La poésie des lieux et des instants forme la substance précieuse du texte. Les descriptions sont maintenues au fil du récit: tout paysage est parcouru, ou contemplé dans la posture du guet. Celui même du rivage des Syrtes, à la fois concret et symbolique, est une lande rase et couverte de joncs, «glissant vers le dépouillement absolu». Les villes, Orsenna, Maremma, Sagra en ruine, donnent au récit sa couleur italienne. On y chercherait en vain la trace d’une activité économique. Le négoce est relégué dans le passé; la ville se résume aux masses humaines dans les rues, aux demeures patriciennes et aux casemates du pouvoir: c’est la perspective marginale d’un promeneur, doublé d’un poète de l’Histoire.

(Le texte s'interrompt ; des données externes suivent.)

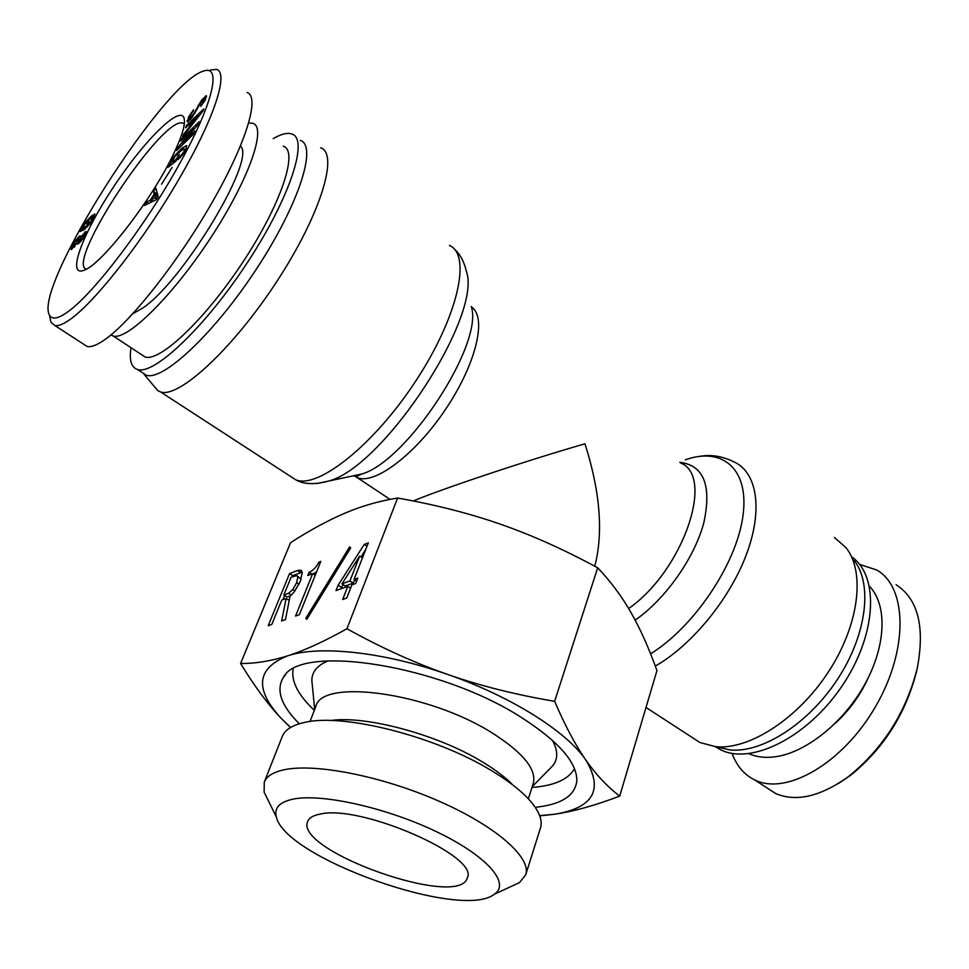 <?xml version="1.0" encoding="UTF-8"?>
<svg xmlns="http://www.w3.org/2000/svg" width="969" height="969" viewBox="0 0 969 969"><rect width="100%" height="100%" fill="white"/><g stroke="black" fill="none" stroke-linecap="round" stroke-linejoin="round"><path stroke-width="1.45" d="M690.885 736.634L699.897 742.496L715.679 746.687C748.94 750.115 797.62 719.046 828.216 672.232C858.958 625.489 865.583 572.207 846.094 547.776L834.345 537.432M716.733 746.772L729.96 749.933C761.973 753.252 808.437 723.795 837.495 679.33C866.686 634.937 872.875 584.113 854.137 560.53M715.231 746.651L720.561 749.727C750.842 765.219 806.753 737.918 841.455 686.864C876.473 636.003 879.743 576.555 851.981 557.102M413.327 500.985C441.113 489.115 529.159 459.791 584.973 443.802C600.199 491.852 603.481 532.671 594.784 566.235M154.241 386.413L157.814 390.652L160.551 391.924C178.647 398.574 232.548 349.215 276.383 282.149C320.436 215.154 339.186 153.708 320.63 147.76M141.958 372.375L146.319 375.221C163.143 381.229 214.44 333.275 256.579 268.801C298.937 204.398 317.602 145.641 300.305 140.36M130.985 347.689C129.095 360.214 131.275 367.481 137.537 369.492C154.095 375.318 205.234 327.037 247.507 262.381C289.973 197.797 308.978 139.088 291.923 134.025C287.442 132.45 281.192 133.976 273.185 138.615M869.459 586.306C887.204 604.499 886.344 644.542 865.62 682.83C844.98 721.142 807.48 751.702 776.811 756.535C766.237 758.194 756.959 757.249 748.964 753.688M838.27 783.642L850.467 775.43C883.728 748.456 905.773 713.705 916.613 671.19M835.351 723.213C849.486 710.253 860.484 695.027 868.357 677.561M732.079 753.385C736.597 765.801 744.071 774.606 754.512 779.815C786.041 796.082 843.054 763.293 875.685 706.353C908.68 649.63 907.238 586.972 876.654 569.966L859.564 564.418M896.119 584.743C918.067 598.999 925.104 626.87 917.231 668.356C906.051 712.36 883.147 748.431 848.493 776.569C820.174 796.833 795.694 802.393 775.067 793.236M283.287 146.198C298.634 150.74 281.47 203.442 243.546 261.097C205.816 318.825 159.982 362.224 145.096 356.967L141.292 354.472M110.95 334.947L113.228 336.013C127.218 340.652 172.53 296.187 210.661 237.877C248.96 179.616 267.214 127.109 252.715 123.257L248.742 122.918M132.886 313.677L142.031 308.505C182.196 282.718 257.209 158.201 240.409 146.125M86.168 269.237C65.395 262.308 162.816 115.045 182.899 123.136L184.328 123.959M90.82 221.695L93.424 216.572L86.071 222.398L90.82 221.695L91.898 222.434M86.071 222.398L87.598 223.439M89.596 223.209L84.921 223.766L82.171 229.168L89.596 223.209L90.19 223.621M85.442 222.058L91.401 216.087L94.95 213.931L91.195 223.488L90.432 223.318L84.497 229.374L80.209 231.482L84.569 222.058L87.489 223.464M84.569 222.058L86.738 223.548M84.569 234.244L80.96 237.248L78.937 241.56L82.426 238.374L84.569 234.244L85.26 234.716M78.998 238.749L75.303 241.826L73.063 246.659L76.612 243.34L78.998 238.749L79.688 239.21M77.653 242.541L71.258 249.602L72.433 245.508L75.521 240.482L79.313 236.23L80.245 235.77L80.173 237.708L86.071 231.361L85.151 234.934L82.268 239.549L78.622 243.607L77.593 244.127L77.653 242.541L78.889 243.389M69.344 310.722C58.576 318.789 51.926 320.182 49.383 314.913C33.249 286.885 163.7 81.808 203.611 71.04C221.671 64.451 213.737 102.484 179.689 163.579C146.089 224.602 95.64 291.003 69.344 310.722M154.277 193.982L153.502 191.559L155.779 188.071L158.298 196.683L156.372 199.638L144.393 205.525L146.67 202.036L150.086 200.401L154.277 193.982L158.044 196.646L157.475 193.873M177.981 159.631L184.473 150.861L184.631 148.887L180.622 151.055L174.626 156.954L172.47 161.799L175.837 159.679L179.435 154.434L175.873 161.254L167.94 167.346L170.677 163.652L171.634 160.297L174.541 155.755L182.22 147.991L186.666 145.592L185.927 149.735L182.984 154.422L177.981 159.631M201.988 100.776L191.983 117.685L187.32 121.961L188.689 116.789L193.606 109.751L190.045 115.905L189.076 118.23L189.658 118.824L194.406 112.598L201.855 99.722L206.397 95.725L205.149 100.146L200.789 106.384L204.604 98.935L201.988 100.776M190.675 122.954L185.612 127.823L186.339 125.607L203.744 108.952L203.151 110.805L182.669 136.786L183.407 134.534L189.33 127.048L190.675 122.954L191.608 123.644M195.12 131.021L193.945 133.71L176.637 150.522L178.078 147.264L193.691 128.55L180.791 141.123L181.966 138.47L199.251 121.597L197.833 124.844L182.124 143.654L195.12 131.021M172.155 167.358L161.544 184.183L172.155 167.358M171.707 157.729C181.857 137.223 185.951 123.923 183.989 117.818C179.277 105.173 142.395 142.673 112.368 188.749C82.026 234.752 66.34 277.425 84.049 270.242C100.631 265.203 149.347 203.211 171.707 157.729M154.507 194.83L151.261 199.808L155.44 197.64L154.507 194.83L157.923 197.252M155.44 197.64L156.966 198.718M151.261 199.808L153.211 201.189M155.246 197.93L156.772 199.008M153.502 191.559L157.244 194.224M150.086 200.401L152.024 201.77M146.67 202.036L148.657 203.429M179.459 156.808L180.379 157.475M170.677 163.652L171.743 164.427M169.127 165.081L170.035 165.735M178.005 155.537L178.623 155.985M175.837 159.679L176.455 160.127M200.971 104.87L201.613 105.342M191.329 124.504L198.294 115.614L192.359 121.343L191.329 124.504L191.971 124.989M198.294 115.614L198.96 116.123M198.233 115.808L198.851 116.268M189.33 127.048L189.972 127.52M183.407 134.534L184.062 135.018M186.339 125.607L187.235 126.261M182.124 143.654L183.032 144.308M181.966 138.47L182.85 139.112M193.691 128.55L194.333 129.022M193.643 128.659L194.26 129.119M178.078 147.264L179.168 148.051M247.01 92.479C260.104 96.197 246.865 141.619 212.829 201.213C178.95 260.734 131.215 321.393 104.749 339.719C96.997 345.134 91.122 347.387 87.125 346.466L54.906 325.548C58.661 326.274 64.305 323.816 71.851 318.183C97.651 298.973 145.374 237.647 179.834 177.618C214.864 117.273 228.611 73.063 216.741 69.417L210.673 69.925M49.904 317.36L50.957 322.289L54.906 325.536M397.593 498.042C379.23 500.985 361.703 506.012 345 513.134C328.2 520.28 310.056 530.128 290.543 542.688L240.603 663.486C255.392 663.62 271.126 661.052 287.781 655.783C304.339 650.55 324.058 641.539 346.938 628.748L397.593 498.042C435.033 504.619 469.384 513.364 500.646 524.277C531.92 535.167 564.273 549.665 597.691 567.798C610.906 581.751 622.098 596.819 631.243 612.989C640.448 629.208 649.024 648.418 656.958 670.596L619.7 796.118C594.978 805.493 573.26 811.537 554.522 814.251L539.745 815.886M341.984 583.835L349.93 580.94L359.644 556.145L341.984 583.835L345.364 585.966L353.322 583.072L354.606 579.801M359.644 556.145L362.43 557.926M349.93 580.94L353.322 583.072M346.757 598.03L342.663 599.484L347.81 586.342L336.025 590.593L338.133 585.24L364.235 544.433L368.341 542.834L354.024 579.438L357.791 578.069L355.671 583.495L351.904 584.852L346.757 598.03M354.024 579.438L356.616 581.073M364.235 544.433L367.009 546.225M338.133 585.24L341.512 587.359L343.256 584.634M360.94 556.981L365.749 549.459M340.943 588.825L341.512 587.359M347.81 586.342L350.633 588.11M309.063 572.316C312.878 570.838 316.136 567.459 318.825 562.177L320.812 561.402L299.348 614.734L295.557 616.066L312.672 573.66L307.754 575.538L309.063 572.316L311.776 574.011M318.825 562.177L320.158 563.013M313.193 573.987L316.681 571.649M312.672 573.66L315.228 575.259M283.808 595.051L288.399 593.331L292.735 589.661L296.635 582.732L297.81 576.87L296.793 575.622L291.1 577.221L283.808 595.051L287.066 597.037L290.906 595.62M301.129 579.256L297.313 575.949M289.537 573.624L297.435 570.535L300.644 570.184L302.267 572.231L300.342 581.327L294.31 591.805L289.997 596.383L285.48 619.615L281.628 620.972L286.158 598.491L281.725 600.138L271.792 624.436L268.183 625.708L289.537 573.624L292.759 575.61L302.231 572.098M282.912 599.702L284.607 595.535M292.287 576.773L292.759 575.61M286.158 598.491L289.222 600.368M305.804 618.234L349.603 546.904L350.681 547.873L306.81 619.336L305.804 618.234L307.028 618.973M528.335 798.807L533.277 783.449C536.802 769.459 523.042 752.574 491.986 732.83C428.492 692.556 321.623 678.13 315.846 706.462L310.019 721.505M512.916 785.047C505.491 777.38 495.256 769.628 482.223 761.804C437.77 734.623 365.931 715.316 330.671 720.512M328.14 660.87C317.299 665.315 311.873 671.844 311.848 680.432L312.236 684.477M549.908 768.647L552.766 765.752C558.144 759.054 558.035 750.563 552.403 740.292M293.135 669.01C291.015 681.207 298.089 694.991 314.331 710.374M531.981 787.458C554.292 785.726 568.464 779.451 574.496 768.647M299.312 723.77C280.865 705.359 275.62 689.807 283.578 677.125C300.22 643.452 439.853 664.807 521.383 717.46C558.762 741.503 577.233 762.676 576.809 780.966C575.017 795.828 561.16 804.609 535.227 807.31M510.602 886.72L519.517 882.602L525.719 874.765L540.46 827.986C542.616 821.082 539.806 812.761 532.017 803.022C523.405 792.497 509.803 781.632 491.21 770.452C435.238 736.161 342.82 712.918 304.508 722.45L301.577 723.14C291.112 725.926 284.668 730.396 282.233 736.549L264.258 782.177L264.137 792.17L268.486 800.975M293.123 799.122C321.551 793.199 386.619 807.674 436.789 831.85C487.165 855.954 510.724 883.401 494.372 894.193C461.777 920.635 285.08 858.062 276.383 817C273.9 808.001 279.484 802.041 293.123 799.122M525.719 874.765C531.666 857.698 495.983 826.036 438.545 800.975C381.253 775.842 313.799 762.833 283.323 769.943C272.895 772.341 266.536 776.423 264.258 782.177M320.267 814.069C360.928 804.185 480.224 856.669 467.24 877.975C459.391 909.273 294.091 850.734 307.682 821.47C309.099 817.824 313.29 815.365 320.267 814.069M346.938 628.748C381.205 647.728 414.696 662.929 447.412 674.363C383.881 651.919 319.31 645.124 287.781 655.783C256.373 668.344 254.278 689.31 281.482 718.659L290.627 727.453M554.631 701.326C565.169 725.817 575.574 745.379 585.821 760.011C566.72 731.607 511.075 696.372 447.412 674.363C480.115 685.798 515.859 694.785 554.631 701.326L597.691 567.798M539.66 815.644L554.522 814.251C593.282 807.952 603.711 789.868 585.821 760.011C596.117 774.74 607.418 786.767 619.7 796.118M290.47 727.549L281.482 718.659C268.147 704.729 254.52 686.331 240.603 663.486M628.639 608.544C682.975 570.729 715.098 476.591 680.783 463.037M679.826 462.322C703.894 465.35 711.876 485.566 703.76 522.981C694.349 558.229 665.206 599.387 635.155 620.124M650.587 653.833C693.731 627.222 735.907 564.806 742.763 517.24C750.006 469.456 722.935 446.43 685.349 459.778M700.369 456.254C712.058 454.267 724.025 456.52 736.258 463.025C757.915 475.028 762.809 512.31 745.658 556.448C728.579 600.55 691.079 645.729 655.31 666.091M353.879 475.706L357.186 477.596C374.422 485.227 415.386 454.582 445.801 409.003C476.397 363.532 487.25 316.766 471.37 306.991M471.273 306.531C484.137 343.716 406.556 462.043 361.401 474.107L351.65 476.179M317.045 483.507L328.879 480.999C383.772 466.549 482.574 315.846 466.38 271.272C464.03 261.4 460.069 254.06 454.485 249.251M449.422 245.448C471.758 254.641 458.083 316.718 415.919 380.781C374.01 444.953 317.929 489.26 295.763 479.812L289.779 475.912M93.581 216.802L94.296 217.286M85.926 226.613L86.859 227.255M81.42 228.248L82.074 228.696M91.401 216.087L92.552 216.886M80.015 240.93L80.778 241.438M80.088 240.869L80.827 241.378M74.225 246.005L74.904 246.465M84.618 232.148L85.999 233.093M84.545 232.197L85.975 233.166M79.313 236.23L80.415 236.981M71.003 249.154L71.609 249.554M182.22 147.991L183.686 149.056M174.541 155.755L175.195 156.227M171.634 160.297L172.361 160.818M174.408 160.781L175.486 161.557M185.006 149.408L185.794 149.989M203.769 100.933L204.398 101.406M205.464 96.028L206.554 96.852M201.855 99.722L202.473 100.182M198.209 105.233L198.875 105.73M194.406 112.598L195.108 113.107M191.886 116.534L192.516 117.007M189.658 118.824L190.505 119.453M192.601 110.999L193.243 111.471M188.689 116.789L189.355 117.285M187.065 120.859L188.168 121.67M292.735 589.661L294.927 591.005M296.635 582.732L299.046 584.222M297.81 576.87L301.056 578.893M288.399 593.331L291.378 595.16M297.435 570.535L300.669 572.546M699.897 742.496L646.02 707.467M729.96 749.933L715.679 746.687M720.561 749.727L716.006 746.76M390.035 499.386L357.186 477.596L356.992 476.312L361.401 474.107L328.879 480.999C314.864 484.851 303.83 484.452 295.763 479.812L160.551 391.924M143.897 374.119L157.814 390.652M146.319 375.221L137.537 369.492M848.493 776.569L850.467 775.43M754.476 779.803L775.067 793.163M113.228 336.013L145.096 356.967M184.304 124.165L182.899 123.136M93.545 216.656L94.344 217.201M82.171 229.168L83.576 230.125M84.545 234.135L85.296 234.643M78.937 241.56L80.027 242.286M78.949 238.544L79.761 239.101M73.063 246.659L74.141 247.386M173.863 162.804L172.47 161.799M185.903 149.795L184.909 149.081M205.573 99.359L204.568 98.608M190.263 119.72L189.234 118.957M184.498 120.871L183.989 117.818M50.957 322.289L49.383 314.913M301.456 570.68L300.644 570.184M532.272 786.549L552.766 765.752M314.671 709.502L311.848 680.432M285.564 674.727L283.578 677.125M576.773 777.853L576.809 780.966M494.372 894.193L519.517 882.602M276.383 817L264.137 792.17"/></g></svg>

Le style accentue l’atmosphère de «déclin de l’Occident» qui imprègne le roman. Bien des pages sont empreintes d’un décorum légèrement archaïsant, sans autre équivalent chez Gracq. L’ampleur de la phrase, les variations modales («il me semblait»), les glacis d’épithètes, les hyperboles, confèrent à l’écriture une dignité théâtrale, que traverse parfois l’ombre d’une ironie. Joint au retour en leitmotiv des images de la veille, du sommeil, de la vacuité, de l’attente, de l’élan, ce style tendu et chatoyant comme une soierie accroît l’autonomie de la fiction, et donne au livre une cohérence plus intime, parce qu’il est lui-même l’emblème d’une culture composite, fragile, mais capable de ruser avec son propre déclin.
Paru en septembre 1951, Le Rivage des Syrtes obtient le prix Goncourt, que son auteur refuse. Gracq en effet se considérait comme engagé par la critique acerbe des prix littéraires à laquelle il venait de se livrer dans La Littérature à l’estomac. Et dès les premières rumeurs il en avertit le jury. Celui-ci passe outre, prenant l’écrivain au piège de son propre combat pour la dignité de l’œuvre littéraire, son refus ne pouvant qu’accroître le bruit autour de l’œuvre. Gracq restera marqué par ce qu’il considère comme un «abus de pouvoir». Il fera le choix, quitte à brider son talent de polémiste, de s’abstenir de toute intervention directe sur la scène littéraire.